Purtroppo, anche per il Parkinson sono diverse le differenze nella presa in carico da regione a regione: «La multidisciplinarietà è un valore aggiunto da mettere in campo alla diagnosi da un team di professionisti che sappiamo stare vicino e accompagnare in tutto il percorso. I servizi dovrebbero essere uguali per tutti ma purtroppo non è sempre così. Ci sono regioni guida che adottano delle buone pratiche che potrebbero essere esportate in tutte le altre».
Tra gli aspetti più complessi, l’impatto psicologico: «La componente psicologica è una delle prime cose. Sono ben conosciuti i sintomi motori e c’è una terapia di supporto.
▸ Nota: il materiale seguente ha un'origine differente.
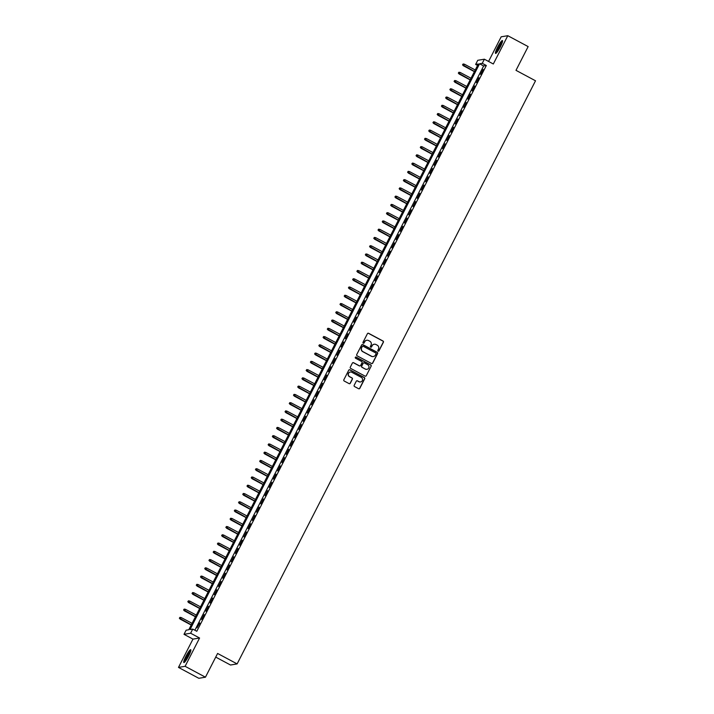 <?xml version="1.0" encoding="UTF-8"?>
<svg xmlns="http://www.w3.org/2000/svg" width="714" height="714" viewBox="0 0 714 714"><rect width="100%" height="100%" fill="white"/><g stroke="black" fill="none" stroke-linecap="round" stroke-linejoin="round"><path stroke-width="1.07" d="M378.134 351.127A0.643 0.634 80.5 0 0 378.982 350.86L383.391 342.247A0.919 0.901 80.5 0 0 383.007 341.006L368.629 333.313A0.919 0.901 80.5 0 0 367.415 333.697L363.015 342.309A0.643 0.634 80.5 0 0 363.676 343.247A0.643 0.634 80.5 0 0 364.131 342.907L364.702 341.792A2.936 2.883 80.5 0 1 368.585 340.569L369.781 341.212A2.936 2.883 80.5 0 1 371.012 345.174L370.441 346.29A0.643 0.634 80.5 0 0 371.101 347.218A0.643 0.634 80.5 0 0 371.557 346.888L372.128 345.772A2.936 2.883 80.5 0 1 376.01 344.541L377.206 345.183A2.936 2.883 80.5 0 1 378.438 349.146L377.867 350.262A0.643 0.634 80.5 0 0 378.134 351.127M378.438 351.208A0.643 0.634 80.5 0 0 378.804 350.895L383.213 342.274A0.919 0.901 80.5 0 0 382.829 341.042L368.451 333.34A0.919 0.901 80.5 0 0 367.978 333.242M363.587 343.247A0.643 0.634 80.5 0 0 363.953 342.934L364.702 341.792M371.012 347.227A0.643 0.634 80.5 0 0 371.378 346.915L372.128 345.772M188.683 655.889A7.283 1.125 -61.8 0 0 190.727 649.695A7.283 1.125 -61.8 0 0 185.89 656.353A7.283 1.125 -61.8 0 0 183.846 662.547A7.283 1.125 -61.8 0 0 188.683 655.889M500.389 46.758A7.283 1.125 -61.8 0 0 502.433 40.564A7.283 1.125 -61.8 0 0 497.596 47.222A7.283 1.125 -61.8 0 0 495.552 53.416A7.283 1.125 -61.8 0 0 500.389 46.758M354.18 385.319A0.919 0.901 80.5 0 0 354.563 386.56L358.598 388.719A0.919 0.901 80.5 0 0 359.811 388.336L364.702 378.768A0.919 0.901 80.5 0 0 364.318 377.527L349.94 369.834A0.919 0.901 80.5 0 0 348.727 370.218L343.836 379.786A0.919 0.901 80.5 0 0 344.219 381.026L349.092 383.632A0.919 0.901 80.5 0 0 350.306 383.248L352.395 379.152A0.919 0.901 80.5 0 0 352.011 377.92L349.601 376.626A2.454 2.41 80.5 0 1 350.306 372.039A2.454 2.41 80.5 0 1 351.815 372.289L361.284 377.349A2.454 2.41 80.5 0 1 360.579 381.936A2.454 2.41 80.5 0 1 359.062 381.687L357.482 380.848A0.919 0.901 80.5 0 0 356.277 381.231L354.18 385.319M192.744 629.096L190.629 633.229L184.007 634.327L186.122 630.203L188.799 629.757L478.318 63.983L475.64 64.43L477.746 60.306L484.369 59.2L482.262 63.323L479.576 63.778L190.058 629.543L192.744 629.096L196.805 631.274L486.332 65.501L482.262 63.323M484.369 59.2L493.32 63.992L507.797 35.7L528.146 46.589L515.99 70.338L535.518 80.789L237.128 663.904L217.6 653.453L205.445 677.193L185.105 666.305L199.581 638.021L190.629 633.229M371.494 363.506A0.919 0.901 80.5 0 0 372.708 363.123L377.608 353.555A0.919 0.901 80.5 0 0 377.224 352.314L362.846 344.621A0.919 0.901 80.5 0 0 361.632 345.005L356.732 354.572A0.919 0.901 80.5 0 0 357.116 355.813L371.494 363.506M371.155 366.166L366.255 375.734A0.919 0.901 80.5 0 1 365.05 376.117L350.672 368.415A0.919 0.901 80.5 0 1 350.288 367.174L352.377 363.087A0.919 0.901 80.5 0 1 353.591 362.703L359.428 365.827A0.919 0.901 80.5 0 0 360.641 365.443L362.025 362.721A0.919 0.901 80.5 0 0 361.641 361.489L355.572 358.232A0.643 0.634 80.5 0 1 355.759 357.036A0.643 0.634 80.5 0 1 356.152 357.098L370.771 364.925A0.919 0.901 80.5 0 1 371.155 366.166L366.255 375.734M205.445 677.193L198.822 678.3L178.482 667.411L185.105 666.305M507.797 35.7L501.174 36.807L488.572 61.44M480.593 74.39L483.128 69.436L480.593 74.39M476.363 82.654L478.898 77.701L476.363 82.654M472.141 90.91L474.676 85.957L472.141 90.91M467.911 99.175L470.446 94.212L467.911 99.175M463.689 107.43L466.224 102.477L463.689 107.43M459.459 115.695L461.994 110.732L459.459 115.695M455.237 123.95L457.772 118.997L455.237 123.95M451.007 132.206L453.542 127.253L451.007 132.206M446.777 140.471L449.32 135.517L446.777 140.471M442.555 148.726L445.09 143.773L442.555 148.726M438.325 156.991L440.859 152.028L438.325 156.991M434.103 165.246L436.638 160.293L434.103 165.246M429.873 173.511L432.407 168.549L429.873 173.511M425.651 181.767L428.186 176.813L425.651 181.767M421.421 190.022L423.955 185.069L421.421 190.022M417.19 198.287L419.734 193.333L417.19 198.287M412.969 206.542L415.503 201.589L412.969 206.542M408.738 214.807L411.273 209.845L408.738 214.807M404.517 223.063L407.051 218.109L404.517 223.063M400.286 231.318L402.821 226.365L400.286 231.318M396.065 239.583L398.599 234.629L396.065 239.583M391.834 247.838L394.369 242.885L391.834 247.838M387.613 256.103L390.147 251.141L387.613 256.103M383.382 264.358L385.917 259.405L383.382 264.358M379.152 272.623L381.695 267.661L379.152 272.623M374.93 280.879L377.465 275.925L374.93 280.879M370.7 289.134L373.235 284.181L370.7 289.134M366.478 297.399L369.013 292.445L366.478 297.399M362.248 305.654L364.783 300.701L362.248 305.654M358.026 313.919L360.561 308.957L358.026 313.919M353.796 322.175L356.331 317.221L353.796 322.175M349.565 330.439L352.109 325.477L349.565 330.439M345.344 338.695L347.879 333.741L345.344 338.695M341.113 346.95L343.648 341.997L341.113 346.95M336.892 355.215L339.427 350.262L336.892 355.215M332.662 363.471L335.196 358.517L332.662 363.471M328.44 371.735L330.975 366.773L328.44 371.735M324.21 379.991L326.744 375.037L324.21 379.991M319.988 388.255L322.523 383.293L319.988 388.255M315.758 396.511L318.292 391.558L315.758 396.511M311.527 404.767L314.071 399.813L311.527 404.767M307.306 413.031L309.84 408.078L307.306 413.031M303.075 421.287L305.61 416.333L303.075 421.287M298.854 429.551L301.388 424.589L298.854 429.551M294.623 437.807L297.158 432.854L294.623 437.807M290.402 446.063L292.936 441.109L290.402 446.063M286.171 454.327L288.706 449.374L286.171 454.327M281.941 462.583L284.484 457.629L281.941 462.583M277.719 470.847L280.254 465.894L277.719 470.847M273.489 479.103L276.023 474.15L273.489 479.103M269.267 487.367L271.802 482.405L269.267 487.367M265.037 495.623L267.572 490.67L265.037 495.623M260.815 503.879L263.35 498.925L260.815 503.879M256.585 512.143L259.12 507.19L256.585 512.143M252.363 520.399L254.898 515.446L252.363 520.399M248.133 528.663L250.668 523.701L248.133 528.663M243.902 536.919L246.446 531.966L243.902 536.919M239.681 545.184L242.216 540.221L239.681 545.184M235.45 553.439L237.985 548.486L235.45 553.439M231.229 561.695L233.764 556.741L231.229 561.695M226.998 569.959L229.533 565.006L226.998 569.959M222.777 578.215L225.312 573.262L222.777 578.215M218.546 586.48L221.081 581.517L218.546 586.48M214.316 594.735L216.86 589.782L214.316 594.735M210.094 603L212.629 598.037L210.094 603M205.864 611.255L208.399 606.302L205.864 611.255M201.643 619.511L204.177 614.558L201.643 619.511M486.332 65.501L483.646 65.956L194.877 630.239M199.501 622.894L196.966 627.847L199.822 623.063M215.726 657.103L230.506 665.011L237.128 663.904M199.581 638.021L192.958 639.119L178.482 667.411M192.958 639.119L184.007 634.327M477.568 65.465L475.64 64.43M483.646 65.956L479.576 63.778M374.109 344.264A2.936 2.883 80.5 0 0 371.949 345.799M366.684 340.283A2.936 2.883 80.5 0 0 364.524 341.827M371.976 363.613A0.919 0.901 80.5 0 0 372.529 363.149L377.429 353.591A0.919 0.901 80.5 0 0 377.046 352.35L362.667 344.657A0.919 0.901 80.5 0 0 362.194 344.55M376.028 353.849A0.643 0.634 80.5 0 0 375.76 352.984L363.14 346.228A0.643 0.634 80.5 0 0 362.293 346.495L361.695 347.673A2.936 2.883 80.5 0 0 362.917 351.636L371.548 356.25A2.936 2.883 80.5 0 0 375.43 355.028L376.028 353.849M362.658 346.183A0.643 0.634 80.5 0 0 362.114 346.522L362.293 346.495M373.27 356.563A2.936 2.883 80.5 0 1 371.369 356.277L362.739 351.663A2.936 2.883 80.5 0 1 361.516 347.7L362.114 346.522M365.523 376.216A0.919 0.901 80.5 0 0 366.077 375.76M359.901 365.925A0.919 0.901 80.5 0 1 359.249 365.854L353.412 362.73A0.919 0.901 80.5 0 0 352.939 362.632M370.977 366.193A0.919 0.901 80.5 0 0 370.593 364.952L355.974 357.134A0.643 0.634 80.5 0 0 355.67 357.054M365.479 369.058A2.454 2.41 80.5 0 0 368.959 367.291A2.454 2.41 80.5 0 0 367.692 364.72L364.363 362.935A0.919 0.901 80.5 0 0 363.149 363.319L361.757 366.041A0.919 0.901 80.5 0 0 362.141 367.273L365.3 369.093A2.454 2.41 80.5 0 0 366.898 369.325M363.703 362.864A0.919 0.901 80.5 0 0 362.971 363.355L363.149 363.319M365.3 369.093L361.962 367.308A0.919 0.901 80.5 0 1 361.579 366.068L362.971 363.355M360.49 381.954A2.454 2.41 80.5 0 1 358.883 381.722L357.303 380.874A0.919 0.901 80.5 0 0 356.83 380.767M350.217 372.048A2.454 2.41 80.5 0 0 349.423 376.653L349.601 376.626M349.565 383.739A0.919 0.901 80.5 0 0 350.128 383.275L352.216 379.188A0.919 0.901 80.5 0 0 351.832 377.947L349.423 376.653M359.071 388.827A0.919 0.901 80.5 0 0 359.633 388.362L364.524 378.804A0.919 0.901 80.5 0 0 364.14 377.563L349.762 369.87A0.919 0.901 80.5 0 0 349.289 369.763M463.145 63.974L462.538 64.831L463.145 63.974L464.439 64.198L463.359 65.742L474.399 71.65M462.717 64.804L474.489 71.471M464.439 64.198L475.247 69.99M463.359 65.742L462.538 64.831M496.569 52.756A6.31 0.973 118.2 0 1 498.434 47.543A6.31 0.973 118.2 0 1 502.451 41.778M502.147 42.778A5.837 0.901 -61.8 0 0 498.934 47.74A5.837 0.901 -61.8 0 0 497.23 51.952M502.567 41.117A7.238 1.125 -61.8 0 0 498.256 47.57A7.238 1.125 -61.8 0 0 496.087 53.22M184.864 661.887A6.31 0.973 118.2 0 1 186.381 657.362A6.31 0.973 118.2 0 1 189.799 651.739A6.31 0.973 118.2 0 1 190.745 650.909M190.442 651.909A5.837 0.901 -61.8 0 0 190.076 652.31A5.837 0.901 -61.8 0 0 185.524 661.084M190.861 650.249A7.238 1.125 -61.8 0 0 190.076 651.043A7.238 1.125 -61.8 0 0 186.416 656.951A7.238 1.125 -61.8 0 0 184.382 662.351M458.915 72.239L458.317 73.096L458.915 72.239L460.218 72.462L459.129 73.997L470.169 79.914M458.495 73.06L470.258 79.736M460.218 72.462L471.026 78.245M459.129 73.997L458.317 73.096M454.684 80.495L454.086 81.351L454.684 80.495L455.987 80.718L454.907 82.262L465.947 88.17M454.265 81.325L466.037 87.992M455.987 80.718L466.795 86.51M454.907 82.262L454.086 81.351M450.463 88.759L449.865 89.607L450.463 88.759L451.757 88.982L450.677 90.517L461.717 96.426M450.043 89.58L461.806 96.256M451.757 88.982L462.574 94.766M450.677 90.517L449.865 89.607M446.232 97.015L445.634 97.872L446.232 97.015L447.535 97.238L446.455 98.782L457.495 104.69M445.813 97.845L457.585 104.512M447.535 97.238L458.343 103.021M446.455 98.782L445.634 97.872M442.011 105.27L441.404 106.127L442.011 105.27L443.305 105.502L442.225 107.038L453.265 112.946M441.582 106.1L453.354 112.767M443.305 105.502L454.113 111.286M442.225 107.038L441.404 106.127M437.78 113.535L437.182 114.392L437.78 113.535L439.083 113.758L437.994 115.302L449.035 121.21M437.361 114.356L449.133 121.032M439.083 113.758L449.891 119.541M437.994 115.302L437.182 114.392M433.559 121.791L432.952 122.647L433.559 121.791L434.853 122.014L433.773 123.558L444.813 129.466M433.13 122.621L444.902 129.288M434.853 122.014L445.661 127.806M433.773 123.558L432.952 122.647M429.328 130.055L428.73 130.912L429.328 130.055L430.631 130.278L429.542 131.813L440.583 137.731M428.909 130.876L440.681 137.552M430.631 130.278L441.439 136.062M429.542 131.813L428.73 130.912M425.107 138.311L424.5 139.168L425.107 138.311L426.401 138.534L425.321 140.078L436.361 145.986M424.678 139.141L436.45 145.808M426.401 138.534L437.209 144.326M425.321 140.078L424.5 139.168M420.876 146.575L420.278 147.423L420.876 146.575L422.17 146.798L421.09 148.333L432.131 154.242M420.457 147.396L432.22 154.072M422.17 146.798L432.987 152.582M421.09 148.333L420.278 147.423M416.646 154.831L416.048 155.688L416.646 154.831L417.949 155.054L416.869 156.598L427.909 162.506M416.226 155.661L427.998 162.328M417.949 155.054L428.757 160.837M416.869 156.598L416.048 155.688M412.424 163.087L411.817 163.943L412.424 163.087L413.718 163.31L412.638 164.854L423.679 170.762M412.005 163.917L423.768 170.584M413.718 163.31L424.535 169.102M412.638 164.854L411.817 163.943M408.194 171.351L407.596 172.208L408.194 171.351L409.497 171.574L408.408 173.118L419.457 179.027M407.774 172.172L419.546 178.848M409.497 171.574L420.305 177.358M408.408 173.118L407.596 172.208M403.972 179.607L403.365 180.463L403.972 179.607L405.266 179.83L404.186 181.374L415.227 187.282M403.544 180.437L415.316 187.104M405.266 179.83L416.075 185.622M404.186 181.374L403.365 180.463M399.742 187.871L399.144 188.728L399.742 187.871L401.045 188.094L399.956 189.629L410.996 195.547M399.322 188.692L411.094 195.368M401.045 188.094L411.853 193.878M399.956 189.629L399.144 188.728M395.52 196.127L394.913 196.984L395.52 196.127L396.814 196.35L395.734 197.894L406.775 203.802M395.092 196.957L406.864 203.624M396.814 196.35L407.623 202.142M395.734 197.894L394.913 196.984M391.29 204.391L390.692 205.239L391.29 204.391L392.593 204.615L391.504 206.15L402.544 212.058M390.87 205.213L402.634 211.888M392.593 204.615L403.401 210.398M391.504 206.15L390.692 205.239M387.059 212.647L386.461 213.504L387.059 212.647L388.362 212.87L387.283 214.414L398.323 220.323M386.64 213.468L398.412 220.144M388.362 212.87L399.171 218.654M387.283 214.414L386.461 213.504M382.838 220.903L382.24 221.759L382.838 220.903L384.132 221.126L383.052 222.67L394.092 228.578M382.418 221.733L394.182 228.4M384.132 221.126L394.949 226.918M383.052 222.67L382.24 221.759M378.607 229.167L378.009 230.024L378.607 229.167L379.91 229.39L378.831 230.925L389.871 236.843M378.188 229.988L389.96 236.664M379.91 229.39L390.719 235.174M378.831 230.925L378.009 230.024M374.386 237.423L373.779 238.28L374.386 237.423L375.68 237.646L374.6 239.19L385.64 245.098M373.957 238.253L385.73 244.92M375.68 237.646L386.488 243.438M374.6 239.19L373.779 238.28M370.155 245.687L369.557 246.544L370.155 245.687L371.458 245.911L370.37 247.446L381.41 253.363M369.736 246.508L381.508 253.184M371.458 245.911L382.267 251.694M370.37 247.446L369.557 246.544M365.934 253.943L365.327 254.8L365.934 253.943L367.228 254.166L366.148 255.71L377.188 261.619M365.506 254.773L377.278 261.44M367.228 254.166L378.036 259.95M366.148 255.71L365.327 254.8M361.703 262.199L361.106 263.055L361.703 262.199L363.007 262.431L361.918 263.966L372.958 269.874M361.284 263.029L373.056 269.696M363.007 262.431L373.815 268.214M361.918 263.966L361.106 263.055M357.482 270.463L356.875 271.32L357.482 270.463L358.776 270.686L357.696 272.23L368.736 278.139M357.054 271.284L368.826 277.96M358.776 270.686L369.584 276.47M357.696 272.23L356.875 271.32M353.252 278.719L352.654 279.576L353.252 278.719L354.546 278.942L353.466 280.486L364.506 286.394M352.832 279.549L364.595 286.216M354.546 278.942L365.363 284.734M353.466 280.486L352.654 279.576M349.021 286.983L348.423 287.84L349.021 286.983L350.324 287.207L349.244 288.742L360.284 294.659M348.602 287.804L360.374 294.48M350.324 287.207L361.132 292.99M349.244 288.742L348.423 287.84M344.8 295.239L344.193 296.096L344.8 295.239L346.094 295.462L345.014 297.006L356.054 302.914M344.371 296.069L356.143 302.736M346.094 295.462L356.902 301.254M345.014 297.006L344.193 296.096M340.569 303.504L339.971 304.351L340.569 303.504L341.872 303.727L340.783 305.262L351.832 311.17M340.15 304.325L351.922 311.001M341.872 303.727L352.68 309.51M340.783 305.262L339.971 304.351M336.348 311.759L335.741 312.616L336.348 311.759L337.642 311.982L336.562 313.526L347.602 319.435M335.919 312.589L347.691 319.256M337.642 311.982L348.45 317.766M336.562 313.526L335.741 312.616M332.117 320.015L331.519 320.872L332.117 320.015L333.42 320.247L332.331 321.782L343.372 327.69M331.698 320.845L343.47 327.512M333.42 320.247L344.228 326.03M332.331 321.782L331.519 320.872M327.896 328.279L327.289 329.136L327.896 328.279L329.19 328.502L328.11 330.046L339.15 335.955M327.467 329.1L339.239 335.776M329.19 328.502L339.998 334.286M328.11 330.046L327.289 329.136M323.665 336.535L323.067 337.392L323.665 336.535L324.968 336.758L323.879 338.302L334.92 344.21M323.246 337.365L335.009 344.032M324.968 336.758L335.776 342.55M323.879 338.302L323.067 337.392M319.435 344.8L318.837 345.656L319.435 344.8L320.738 345.023L319.658 346.558L330.698 352.475M319.015 345.621L330.787 352.297M320.738 345.023L331.546 350.806M319.658 346.558L318.837 345.656M315.213 353.055L314.606 353.912L315.213 353.055L316.507 353.278L315.427 354.822L326.468 360.731M314.794 353.885L326.557 360.552M316.507 353.278L327.324 359.071M315.427 354.822L314.606 353.912M310.983 361.32L310.385 362.168L310.983 361.32L312.286 361.543L311.197 363.078L322.246 368.986M310.563 362.141L322.335 368.817M312.286 361.543L323.094 367.326M311.197 363.078L310.385 362.168M306.761 369.575L306.154 370.432L306.761 369.575L308.055 369.798L306.975 371.342L318.016 377.251M306.333 370.405L318.105 377.072M308.055 369.798L318.863 375.582M306.975 371.342L306.154 370.432M302.531 377.831L301.933 378.688L302.531 377.831L303.834 378.054L302.745 379.598L313.785 385.506M302.111 378.661L313.883 385.328M303.834 378.054L314.642 383.846M302.745 379.598L301.933 378.688M298.309 386.096L297.702 386.952L298.309 386.096L299.603 386.319L298.523 387.863L309.564 393.771M297.881 386.917L309.653 393.592M299.603 386.319L310.411 392.102M298.523 387.863L297.702 386.952M294.079 394.351L293.481 395.208L294.079 394.351L295.382 394.574L294.293 396.118L305.333 402.027M293.659 395.181L305.422 401.848M295.382 394.574L306.19 400.367M294.293 396.118L293.481 395.208M289.857 402.616L289.25 403.472L289.857 402.616L291.151 402.839L290.071 404.374L301.112 410.291M289.429 403.437L301.201 410.113M291.151 402.839L301.96 408.622M290.071 404.374L289.25 403.472M285.627 410.871L285.029 411.728L285.627 410.871L286.921 411.094L285.841 412.638L296.881 418.547M285.207 411.701L296.97 418.368M286.921 411.094L297.738 416.887M285.841 412.638L285.029 411.728M281.396 419.136L280.798 419.984L281.396 419.136L282.699 419.359L281.619 420.894L292.66 426.802M280.977 419.957L292.749 426.633M282.699 419.359L293.508 425.142M281.619 420.894L280.798 419.984M277.175 427.391L276.568 428.248L277.175 427.391L278.469 427.615L277.389 429.159L288.429 435.067M276.746 428.213L288.518 434.888M278.469 427.615L289.277 433.398M277.389 429.159L276.568 428.248M272.944 435.647L272.346 436.504L272.944 435.647L274.247 435.87L273.159 437.414L284.199 443.323M272.525 436.477L284.297 443.144M274.247 435.87L285.056 441.663M273.159 437.414L272.346 436.504M268.723 443.912L268.116 444.768L268.723 443.912L270.017 444.135L268.937 445.67L279.977 451.587M268.294 444.733L280.067 451.409M270.017 444.135L280.825 449.918M268.937 445.67L268.116 444.768M264.492 452.167L263.894 453.024L264.492 452.167L265.795 452.39L264.707 453.934L275.747 459.843M264.073 452.997L275.845 459.664M265.795 452.39L276.604 458.183M264.707 453.934L263.894 453.024M260.271 460.432L259.664 461.289L260.271 460.432L261.565 460.655L260.485 462.19L271.525 468.107M259.842 461.253L271.615 467.929M261.565 460.655L272.373 466.438M260.485 462.19L259.664 461.289M256.04 468.687L255.442 469.544L256.04 468.687L257.343 468.911L256.255 470.455L267.295 476.363M255.621 469.517L267.384 476.184M257.343 468.911L268.152 474.694M256.255 470.455L255.442 469.544M251.81 476.943L251.212 477.8L251.81 476.943L253.113 477.175L252.033 478.71L263.073 484.619M251.39 477.773L263.163 484.44M253.113 477.175L263.921 482.959M252.033 478.71L251.212 477.8M247.588 485.208L246.982 486.064L247.588 485.208L248.883 485.431L247.803 486.975L258.843 492.883M247.169 486.029L258.932 492.705M248.883 485.431L259.7 491.214M247.803 486.975L246.982 486.064M243.358 493.463L242.76 494.32L243.358 493.463L244.661 493.686L243.572 495.23L254.621 501.139M242.938 494.293L254.711 500.96M244.661 493.686L255.469 499.479M243.572 495.23L242.76 494.32M239.136 501.728L238.53 502.585L239.136 501.728L240.431 501.951L239.351 503.486L250.391 509.403M238.708 502.549L250.48 509.225M240.431 501.951L251.239 507.734M239.351 503.486L238.53 502.585M234.906 509.983L234.308 510.84L234.906 509.983L236.209 510.207L235.12 511.751L246.16 517.659M234.487 510.813L246.259 517.48M236.209 510.207L247.017 515.999M235.12 511.751L234.308 510.84M230.684 518.248L230.078 519.096L230.684 518.248L231.979 518.471L230.899 520.006L241.939 525.923M230.256 519.069L242.028 525.745M231.979 518.471L242.787 524.255M230.899 520.006L230.078 519.096M226.454 526.504L225.856 527.36L226.454 526.504L227.757 526.727L226.668 528.271L237.708 534.179M226.035 527.334L237.798 534.001M227.757 526.727L238.565 532.51M226.668 528.271L225.856 527.36M222.232 534.759L221.626 535.616L222.232 534.759L223.527 534.991L222.447 536.526L233.487 542.435M221.804 535.589L233.576 542.256M223.527 534.991L234.335 540.775M222.447 536.526L221.626 535.616M218.002 543.024L217.404 543.881L218.002 543.024L219.296 543.247L218.216 544.791L229.256 550.699M217.583 543.845L229.346 550.521M219.296 543.247L230.113 549.03M218.216 544.791L217.404 543.881M213.772 551.279L213.174 552.136L213.772 551.279L215.075 551.503L213.995 553.047L225.035 558.955M213.352 552.109L225.124 558.776M215.075 551.503L225.883 557.295M213.995 553.047L213.174 552.136M209.55 559.544L208.943 560.401L209.55 559.544L210.844 559.767L209.764 561.302L220.804 567.219M209.122 560.365L220.894 567.041M210.844 559.767L221.652 565.55M209.764 561.302L208.943 560.401M205.32 567.8L204.722 568.656L205.32 567.8L206.623 568.023L205.534 569.567L216.574 575.475M204.9 568.63L216.672 575.297M206.623 568.023L217.431 573.815M205.534 569.567L204.722 568.656M201.098 576.064L200.491 576.912L201.098 576.064L202.392 576.287L201.312 577.822L212.353 583.731M200.67 576.885L212.442 583.561M202.392 576.287L213.2 582.071M201.312 577.822L200.491 576.912M196.868 584.32L196.27 585.177L196.868 584.32L198.171 584.543L197.082 586.087L208.122 591.995M196.448 585.15L208.22 591.817M198.171 584.543L208.979 590.326M197.082 586.087L196.27 585.177M192.646 592.575L192.039 593.432L192.646 592.575L193.94 592.807L192.86 594.343L203.901 600.251M192.218 593.405L203.99 600.072M193.94 592.807L204.748 598.591M192.86 594.343L192.039 593.432M188.416 600.84L187.818 601.697L188.416 600.84L189.71 601.063L188.63 602.607L199.67 608.515M187.996 601.661L199.759 608.337M189.71 601.063L200.527 606.846M188.63 602.607L187.818 601.697M184.185 609.096L183.587 609.952L184.185 609.096L185.488 609.319L184.408 610.863L195.449 616.771M183.766 609.926L195.538 616.593M185.488 609.319L196.296 615.111M184.408 610.863L183.587 609.952M179.964 617.36L179.357 618.217L179.964 617.36L181.258 617.583L180.178 619.118L191.218 625.036M179.544 618.181L191.307 624.857M181.258 617.583L192.075 623.367M180.178 619.118L179.357 618.217"/></g></svg>

Ma di fatto è molto più compromettente della qualità di vita tutto il percorso sui sintomi non motori della malattia, a partire dall’aspetto psicologico».
Per Parkinson Italia una delle priorità è il riconoscimento della figura del caregiver con delle misure a sostegno delle famiglie: «La vita del caregiver è complicata – ricorda la vicepresidente di Parkinson Italia -. Bisogna saper conciliare i tempi lavorativi con quelli familiari. Spesso ci si sente inadeguati, ci si vergogna del nostro stato, non ci si sente liberi. C’è spesso anche riluttanza nel chiedere aiuto. Bisogna arrivare presto al riconoscimento del servizio offerto alla società dai caregiver. Oggi non esiste una legge nazionale che identifica i bisogni, le agevolazioni, la tutela di chi 24 ore su 24 si prende cura del proprio familiare».
Parkinson Italia ha aderito al manifesto europeo del Parkinson che ha tra gli obiettivi quello di sensibilizzare i decisori, i politici e i governi, così da rendere la malattia una priorità in ambito sanitario in Europa e accrescere la consapevolezza del Parkinson nella popolazione in generale.
Uno degli ostacoli da superare è quello della burocrazia, soprattutto in ambito di riconoscimento dell’invalidità: «Solo per l’acquisizione della legge 104 ci sono casistiche dove la persona giovane viene compromessa e conclamata l’impossibilità lavorativa, ma spesso ci vogliono anni per riconoscere lo stato di invalidità perchè questo avviene solo davanti a una autosufficienza. Parliamo spesso di padri di famiglia, persone che rischiano la povertà. La burocrazia è troppo lenta. Ci sono troppi passaggi e mille complicanze» conclude Quaglini.